Watch for the Party list to come out in a few weeks
outofbed. I think it is important that the Greens view themselves as one of the big boys – come out with a policy platform on the scale of what a big party would present. No more small beer.
Policy ? We got policy
http://www.greens.org.nz/docs/policy/
How up to date is that though?? Also, where’s defence?
Sorry r0b, it was late-ish and my coherence module was shutting down.
Hmmm – I get that too.
I’d rather have the party back in parliament than unelected owing to excessive idealism.
The whole pragmatism vs idealism thing is such a messy debate (Ralph Nader anyone?), but the older I get the more I opt for pragmatism, so, agreed…
oob. I know the Greens have policy, in fact it’s very comphrensive stuff, but we’re talking about the package you present at the election.

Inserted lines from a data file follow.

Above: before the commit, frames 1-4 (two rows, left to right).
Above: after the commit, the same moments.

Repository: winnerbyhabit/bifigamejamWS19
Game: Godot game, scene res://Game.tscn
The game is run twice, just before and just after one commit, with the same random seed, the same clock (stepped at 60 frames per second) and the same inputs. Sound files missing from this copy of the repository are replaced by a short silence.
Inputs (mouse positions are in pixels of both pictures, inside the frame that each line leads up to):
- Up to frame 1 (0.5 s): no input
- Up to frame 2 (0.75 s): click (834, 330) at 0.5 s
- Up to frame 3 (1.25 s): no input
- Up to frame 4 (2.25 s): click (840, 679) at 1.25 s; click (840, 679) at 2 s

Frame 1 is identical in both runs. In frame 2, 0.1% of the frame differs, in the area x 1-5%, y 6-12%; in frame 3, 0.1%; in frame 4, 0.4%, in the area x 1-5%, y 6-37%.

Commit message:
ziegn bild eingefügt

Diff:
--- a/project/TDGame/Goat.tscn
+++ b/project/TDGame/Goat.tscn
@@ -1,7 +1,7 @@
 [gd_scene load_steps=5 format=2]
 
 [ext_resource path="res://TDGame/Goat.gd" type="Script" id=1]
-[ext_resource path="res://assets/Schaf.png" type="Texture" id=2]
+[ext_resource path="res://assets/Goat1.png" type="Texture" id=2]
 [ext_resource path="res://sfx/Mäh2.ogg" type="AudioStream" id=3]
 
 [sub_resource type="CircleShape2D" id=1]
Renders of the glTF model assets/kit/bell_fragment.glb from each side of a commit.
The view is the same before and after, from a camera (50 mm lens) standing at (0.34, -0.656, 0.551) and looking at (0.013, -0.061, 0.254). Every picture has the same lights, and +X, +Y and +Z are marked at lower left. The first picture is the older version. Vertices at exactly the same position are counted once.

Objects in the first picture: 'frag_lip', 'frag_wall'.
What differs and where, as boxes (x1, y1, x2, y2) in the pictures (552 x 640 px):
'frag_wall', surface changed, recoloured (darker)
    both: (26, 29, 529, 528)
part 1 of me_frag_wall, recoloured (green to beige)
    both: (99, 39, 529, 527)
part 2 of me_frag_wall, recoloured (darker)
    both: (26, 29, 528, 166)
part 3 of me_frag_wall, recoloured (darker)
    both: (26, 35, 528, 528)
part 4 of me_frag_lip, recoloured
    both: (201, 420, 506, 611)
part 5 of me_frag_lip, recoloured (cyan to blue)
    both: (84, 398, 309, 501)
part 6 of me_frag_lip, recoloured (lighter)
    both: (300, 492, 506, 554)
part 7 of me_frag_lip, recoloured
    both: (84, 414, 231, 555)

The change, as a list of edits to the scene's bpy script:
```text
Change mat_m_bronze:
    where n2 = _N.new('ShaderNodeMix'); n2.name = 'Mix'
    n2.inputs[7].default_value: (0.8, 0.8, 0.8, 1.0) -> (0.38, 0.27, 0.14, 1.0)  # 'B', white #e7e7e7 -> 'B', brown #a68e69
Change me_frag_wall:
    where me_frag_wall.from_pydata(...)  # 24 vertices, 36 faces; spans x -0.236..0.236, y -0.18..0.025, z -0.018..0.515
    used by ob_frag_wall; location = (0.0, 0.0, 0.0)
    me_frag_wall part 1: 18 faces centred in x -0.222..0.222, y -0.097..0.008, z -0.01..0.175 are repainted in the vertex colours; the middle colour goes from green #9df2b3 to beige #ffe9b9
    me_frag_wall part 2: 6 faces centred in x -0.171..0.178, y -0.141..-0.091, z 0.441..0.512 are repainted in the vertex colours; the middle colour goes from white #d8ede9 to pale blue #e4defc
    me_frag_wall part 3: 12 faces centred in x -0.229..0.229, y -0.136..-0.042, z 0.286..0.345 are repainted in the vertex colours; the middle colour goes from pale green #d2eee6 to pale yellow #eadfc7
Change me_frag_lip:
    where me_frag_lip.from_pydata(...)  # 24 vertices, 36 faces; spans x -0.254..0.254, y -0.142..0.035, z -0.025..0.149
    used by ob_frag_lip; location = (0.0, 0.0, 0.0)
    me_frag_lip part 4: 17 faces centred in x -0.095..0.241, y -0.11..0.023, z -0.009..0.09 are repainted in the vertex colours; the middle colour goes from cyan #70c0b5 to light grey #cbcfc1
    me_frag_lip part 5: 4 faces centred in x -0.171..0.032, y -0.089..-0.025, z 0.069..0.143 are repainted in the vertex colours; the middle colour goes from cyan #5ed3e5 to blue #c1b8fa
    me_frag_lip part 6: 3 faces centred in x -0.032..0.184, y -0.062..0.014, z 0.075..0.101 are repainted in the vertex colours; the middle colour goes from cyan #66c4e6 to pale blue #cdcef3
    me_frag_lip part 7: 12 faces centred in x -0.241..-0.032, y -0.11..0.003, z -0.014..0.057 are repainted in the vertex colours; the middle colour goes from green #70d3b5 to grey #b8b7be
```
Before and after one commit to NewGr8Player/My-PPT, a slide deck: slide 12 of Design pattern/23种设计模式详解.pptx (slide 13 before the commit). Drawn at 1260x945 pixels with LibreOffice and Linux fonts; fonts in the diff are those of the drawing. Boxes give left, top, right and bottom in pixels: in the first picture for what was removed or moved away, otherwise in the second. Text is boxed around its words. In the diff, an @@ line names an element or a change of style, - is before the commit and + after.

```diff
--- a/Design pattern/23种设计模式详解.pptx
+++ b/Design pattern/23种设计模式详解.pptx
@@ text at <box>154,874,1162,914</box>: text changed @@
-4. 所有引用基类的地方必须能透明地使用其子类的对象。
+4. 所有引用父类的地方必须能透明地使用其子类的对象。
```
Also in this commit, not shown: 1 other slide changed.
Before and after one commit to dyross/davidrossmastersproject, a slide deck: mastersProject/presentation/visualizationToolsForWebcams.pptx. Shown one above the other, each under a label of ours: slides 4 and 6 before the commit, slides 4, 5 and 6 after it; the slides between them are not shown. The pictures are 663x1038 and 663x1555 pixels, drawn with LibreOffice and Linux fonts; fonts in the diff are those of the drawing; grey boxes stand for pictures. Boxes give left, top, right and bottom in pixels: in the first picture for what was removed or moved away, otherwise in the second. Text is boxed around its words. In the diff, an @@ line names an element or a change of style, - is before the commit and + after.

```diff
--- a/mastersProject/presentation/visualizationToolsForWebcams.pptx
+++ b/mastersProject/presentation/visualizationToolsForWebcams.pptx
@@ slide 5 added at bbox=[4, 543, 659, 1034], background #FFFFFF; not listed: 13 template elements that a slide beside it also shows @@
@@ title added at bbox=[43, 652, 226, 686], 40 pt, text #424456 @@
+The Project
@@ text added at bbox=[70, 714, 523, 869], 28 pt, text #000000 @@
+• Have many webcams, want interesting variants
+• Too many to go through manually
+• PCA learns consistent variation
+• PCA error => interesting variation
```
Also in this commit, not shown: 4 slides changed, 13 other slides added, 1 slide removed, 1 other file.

It has to be a package that will make people sit up and take notice, and its got to be above the ‘solar water heaters’ ‘buy nz made’ level (not saying those aren’t good, they’re just small beer)to get votes.
A billion dollar energy independence programme promising assistance for energy efficency and more renewable generation, and a world leading renewable research programme -that’s the stuff.
oob. this stuff http://www.scoop.co.nz/stories/PA0803/S00483.htm has to go. It’s too cutsie, that means political reporters treat the Greens as a bit of a joke, and people do not vote for a party that is consistently portrayed as a joke.